EXERCISE GOAL:
Leaving out the pictures, write the following records exactly as they read.

---------- EXTRACTED DATA ----------

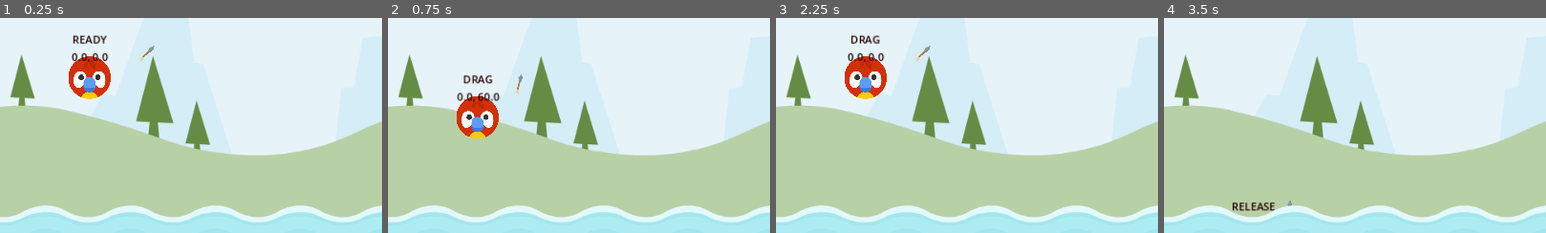
Above: before the commit, frames 1-4 (left to right).
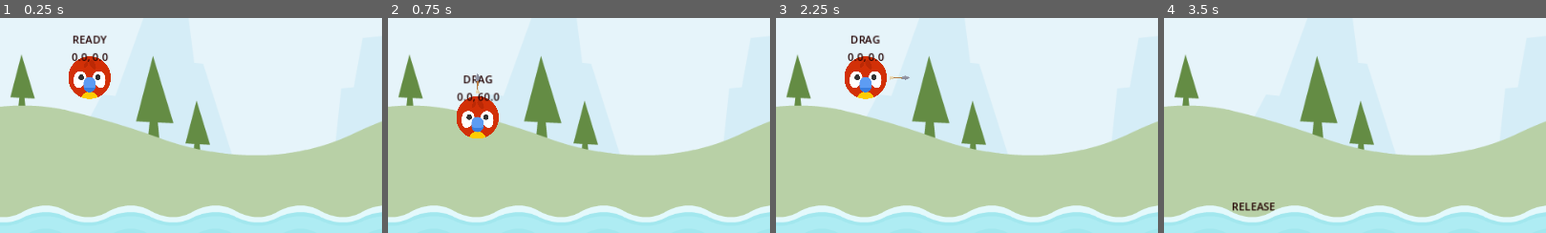
Above: after the commit, the same moments.

Repository: davidzywiec/angry_animals
Game: Godot game, scene res://Scenes/Level/level.tscn
The game is run twice, just before and just after one commit, with the same random seed, the same clock (stepped at 60 frames per second) and the same inputs.
Inputs (mouse positions are % of the whole screen's width and height, from its top left):
- Up to frame 1 (0.25 s): no input
- Up to frame 2 (0.75 s): tap Enter at 0.5 s; drag from (12, 51) to (50, 98) at 0.52 s
- Up to frame 3 (2.25 s): drag from (30, 55) to (50, 98) at 1.27 s; move the mouse to (12, 51) at 2.02 s; press the mouse at (12, 51) at 2.03 s
- Up to frame 4 (3.5 s): release the mouse at (12, 51) at 2.75 s; tap Space at 2.75 s; drag from (45, 70) to (20, 35) at 2.77 s
The pictures show only the part of the screen within x 0-50%, y 37-87%; the shares and areas given below are measured in that part.

The runs differ from the first frame. In frame 1, less than 0.1% of the frame differs, in the area x 36-41%, y 12-20%; in frame 2, 0.1%, in the area x 22-36%, y 25-36%; in frame 3, 0.1%; in frame 4, less than 0.1%.

Commit message:
Fixed arrow rotation issue.

Diff:
--- a/Scenes/Animal/animal.gd
+++ b/Scenes/Animal/animal.gd
@@ -7,18 +7,24 @@
 var onscreen_notifier : VisibleOnScreenNotifier2D = $OffScreenNotifier
 @onready
 var state_label : Label = $StateLabel
+@onready
+var arrow : Node2D = $Arrow
+@onready
+var stretch_sound : AudioStreamPlayer2D = $Arrow/StretchSound
 
 var _start : Vector2
 const DRAG_LIMIT_MIN : Vector2 = Vector2(-60,0)
 const DRAG_LIMIT_MAX : Vector2 = Vector2(0,60)
 var _drag_start : Vector2
 var _drag_vector : Vector2
+var prev_drag_vector : Vector2
 
 # Called when the node enters the scene tree for the first time.
 func _ready() -> void:
 	onscreen_notifier.screen_exited.connect(die)
 	self.input_event.connect(process_input_event)
 	_start = position
+	arrow.hide()
 
 
 func _physics_process(delta):
@@ -34,6 +40,7 @@
 
 #Clamp the drag position and the starting position to be within the bounds of the rectangle we want the user to be able to move the animal
 func get_drag_vector(gmp: Vector2) -> Vector2:
+	prev_drag_vector = _drag_vector
 	_drag_vector = gmp - _drag_start
 	_drag_vector.x = clampf(_drag_vector.x, DRAG_LIMIT_MIN.x, DRAG_LIMIT_MAX.x)
 	_drag_vector.y = clampf(_drag_vector.y, DRAG_LIMIT_MIN.y, DRAG_LIMIT_MAX.y)
@@ -43,8 +50,9 @@
 	if detect_release() == true:
 		return
 	#Move animal with the vector difference limited
+	play_stretch_sound()
 	position = _start + get_drag_vector(get_global_mouse_position())
-
+	point_arrow()
 
 
 func detect_release() -> bool:
@@ -60,9 +68,11 @@
 	_state = new_state
 	if _state == ANIMAL_STATE.RELEASE:
 		freeze = false
+		arrow.hide()
 	elif _state == ANIMAL_STATE.DRAG:
 		#Set the drag start to get difference between mouse and center start of animal
 		_drag_start = get_global_mouse_position()
+		arrow.show()
 
 
 #Process whether user is grabbing the bird to pull
@@ -72,7 +82,13 @@
 
 
 
-
 func die() -> void:
 	SignalManager.die.emit()
 	queue_free()
+
+func point_arrow() -> void:
+	arrow.rotation = (_start - position).angle()
+
+func play_stretch_sound() -> void:
+	if (prev_drag_vector - _drag_vector).length() > 0 and stretch_sound.playing == false:
+		stretch_sound.play()
--- a/Scenes/Animal/animal.tscn
+++ b/Scenes/Animal/animal.tscn
@@ -39,4 +39,3 @@
 vertical_alignment = 1
 
 [node name="Arrow" parent="." instance=ExtResource("3_prkkg")]
-position = Vector2(50, 0)
--- a/Scenes/Animal/arrow.tscn
+++ b/Scenes/Animal/arrow.tscn
@@ -1,13 +1,14 @@
 [gd_scene load_steps=3 format=3 uid="uid://832dm7wxiwvt"]
 
 [ext_resource type="Texture2D" uid="uid://dktovbxej0v8m" path="res://assets/items/arrow.png" id="1_3lu6x"]
-[ext_resource type="Script" path="res://Scenes/Animal/arrow.gd" id="1_d6a3m"]
+[ext_resource type="AudioStream" uid="uid://c8uouyjej3pj5" path="res://assets/audio/stretch2.ogg" id="2_4mr4j"]
 
 [node name="Arrow" type="Node2D"]
-script = ExtResource("1_d6a3m")
 
 [node name="Sprite2D" type="Sprite2D" parent="."]
-position = Vector2(300, -9)
 scale = Vector2(0.25, 0.25)
 texture = ExtResource("1_3lu6x")
-offset = Vector2(-1200, 36)
+offset = Vector2(200, 0)
+
+[node name="StretchSound" type="AudioStreamPlayer2D" parent="."]
+stream = ExtResource("2_4mr4j")

----------

RESPONSE AREA:
Above: before the commit, frames 1-4 (left to right).
Above: after the commit, the same moments.

Repository: davidzywiec/angry_animals
Game: Godot game, scene res://Scenes/Level/level.tscn
The game is run twice, just before and just after one commit, with the same random seed, the same clock (stepped at 60 frames per second) and the same inputs.
Inputs (mouse positions are % of the whole screen's width and height, from its top left):
- Up to frame 1 (0.25 s): no input
- Up to frame 2 (0.75 s): tap Enter at 0.5 s; drag from (12, 51) to (50, 98) at 0.52 s
- Up to frame 3 (2.25 s): drag from (30, 55) to (50, 98) at 1.27 s; move the mouse to (12, 51) at 2.02 s; press the mouse at (12, 51) at 2.03 s
- Up to frame 4 (3.5 s): release the mouse at (12, 51) at 2.75 s; tap Space at 2.75 s; drag from (45, 70) to (20, 35) at 2.77 s
The pictures show only the part of the screen within x 0-50%, y 37-87%; the shares and areas given below are measured in that part.

The runs differ from the first frame. In frame 1, less than 0.1% of the frame differs, in the area x 36-41%, y 12-20%; in frame 2, 0.1%, in the area x 22-36%, y 25-36%; in frame 3, 0.1%; in frame 4, less than 0.1%.

Commit message:
Fixed arrow rotation issue.

Diff:
--- a/Scenes/Animal/animal.gd
+++ b/Scenes/Animal/animal.gd
@@ -7,18 +7,24 @@
 var onscreen_notifier : VisibleOnScreenNotifier2D = $OffScreenNotifier
 @onready
 var state_label : Label = $StateLabel
+@onready
+var arrow : Node2D = $Arrow
+@onready
+var stretch_sound : AudioStreamPlayer2D = $Arrow/StretchSound
 
 var _start : Vector2
 const DRAG_LIMIT_MIN : Vector2 = Vector2(-60,0)
 const DRAG_LIMIT_MAX : Vector2 = Vector2(0,60)
 var _drag_start : Vector2
 var _drag_vector : Vector2
+var prev_drag_vector : Vector2
 
 # Called when the node enters the scene tree for the first time.
 func _ready() -> void:
 	onscreen_notifier.screen_exited.connect(die)
 	self.input_event.connect(process_input_event)
 	_start = position
+	arrow.hide()
 
 
 func _physics_process(delta):
@@ -34,6 +40,7 @@
 
 #Clamp the drag position and the starting position to be within the bounds of the rectangle we want the user to be able to move the animal
 func get_drag_vector(gmp: Vector2) -> Vector2:
+	prev_drag_vector = _drag_vector
 	_drag_vector = gmp - _drag_start
 	_drag_vector.x = clampf(_drag_vector.x, DRAG_LIMIT_MIN.x, DRAG_LIMIT_MAX.x)
 	_drag_vector.y = clampf(_drag_vector.y, DRAG_LIMIT_MIN.y, DRAG_LIMIT_MAX.y)
@@ -43,8 +50,9 @@
 	if detect_release() == true:
 		return
 	#Move animal with the vector difference limited
+	play_stretch_sound()
 	position = _start + get_drag_vector(get_global_mouse_position())
-
+	point_arrow()
 
 
 func detect_release() -> bool:
@@ -60,9 +68,11 @@
 	_state = new_state
 	if _state == ANIMAL_STATE.RELEASE:
 		freeze = false
+		arrow.hide()
 	elif _state == ANIMAL_STATE.DRAG:
 		#Set the drag start to get difference between mouse and center start of animal
 		_drag_start = get_global_mouse_position()
+		arrow.show()
 
 
 #Process whether user is grabbing the bird to pull
@@ -72,7 +82,13 @@
 
 
 
-
 func die() -> void:
 	SignalManager.die.emit()
 	queue_free()
+
+func point_arrow() -> void:
+	arrow.rotation = (_start - position).angle()
+
+func play_stretch_sound() -> void:
+	if (prev_drag_vector - _drag_vector).length() > 0 and stretch_sound.playing == false:
+		stretch_sound.play()
--- a/Scenes/Animal/animal.tscn
+++ b/Scenes/Animal/animal.tscn
@@ -39,4 +39,3 @@
 vertical_alignment = 1
 
 [node name="Arrow" parent="." instance=ExtResource("3_prkkg")]
-position = Vector2(50, 0)
--- a/Scenes/Animal/arrow.tscn
+++ b/Scenes/Animal/arrow.tscn
@@ -1,13 +1,14 @@
 [gd_scene load_steps=3 format=3 uid="uid://832dm7wxiwvt"]
 
 [ext_resource type="Texture2D" uid="uid://dktovbxej0v8m" path="res://assets/items/arrow.png" id="1_3lu6x"]
-[ext_resource type="Script" path="res://Scenes/Animal/arrow.gd" id="1_d6a3m"]
+[ext_resource type="AudioStream" uid="uid://c8uouyjej3pj5" path="res://assets/audio/stretch2.ogg" id="2_4mr4j"]
 
 [node name="Arrow" type="Node2D"]
-script = ExtResource("1_d6a3m")
 
 [node name="Sprite2D" type="Sprite2D" parent="."]
-position = Vector2(300, -9)
 scale = Vector2(0.25, 0.25)
 texture = ExtResource("1_3lu6x")
-offset = Vector2(-1200, 36)
+offset = Vector2(200, 0)
+
+[node name="StretchSound" type="AudioStreamPlayer2D" parent="."]
+stream = ExtResource("2_4mr4j")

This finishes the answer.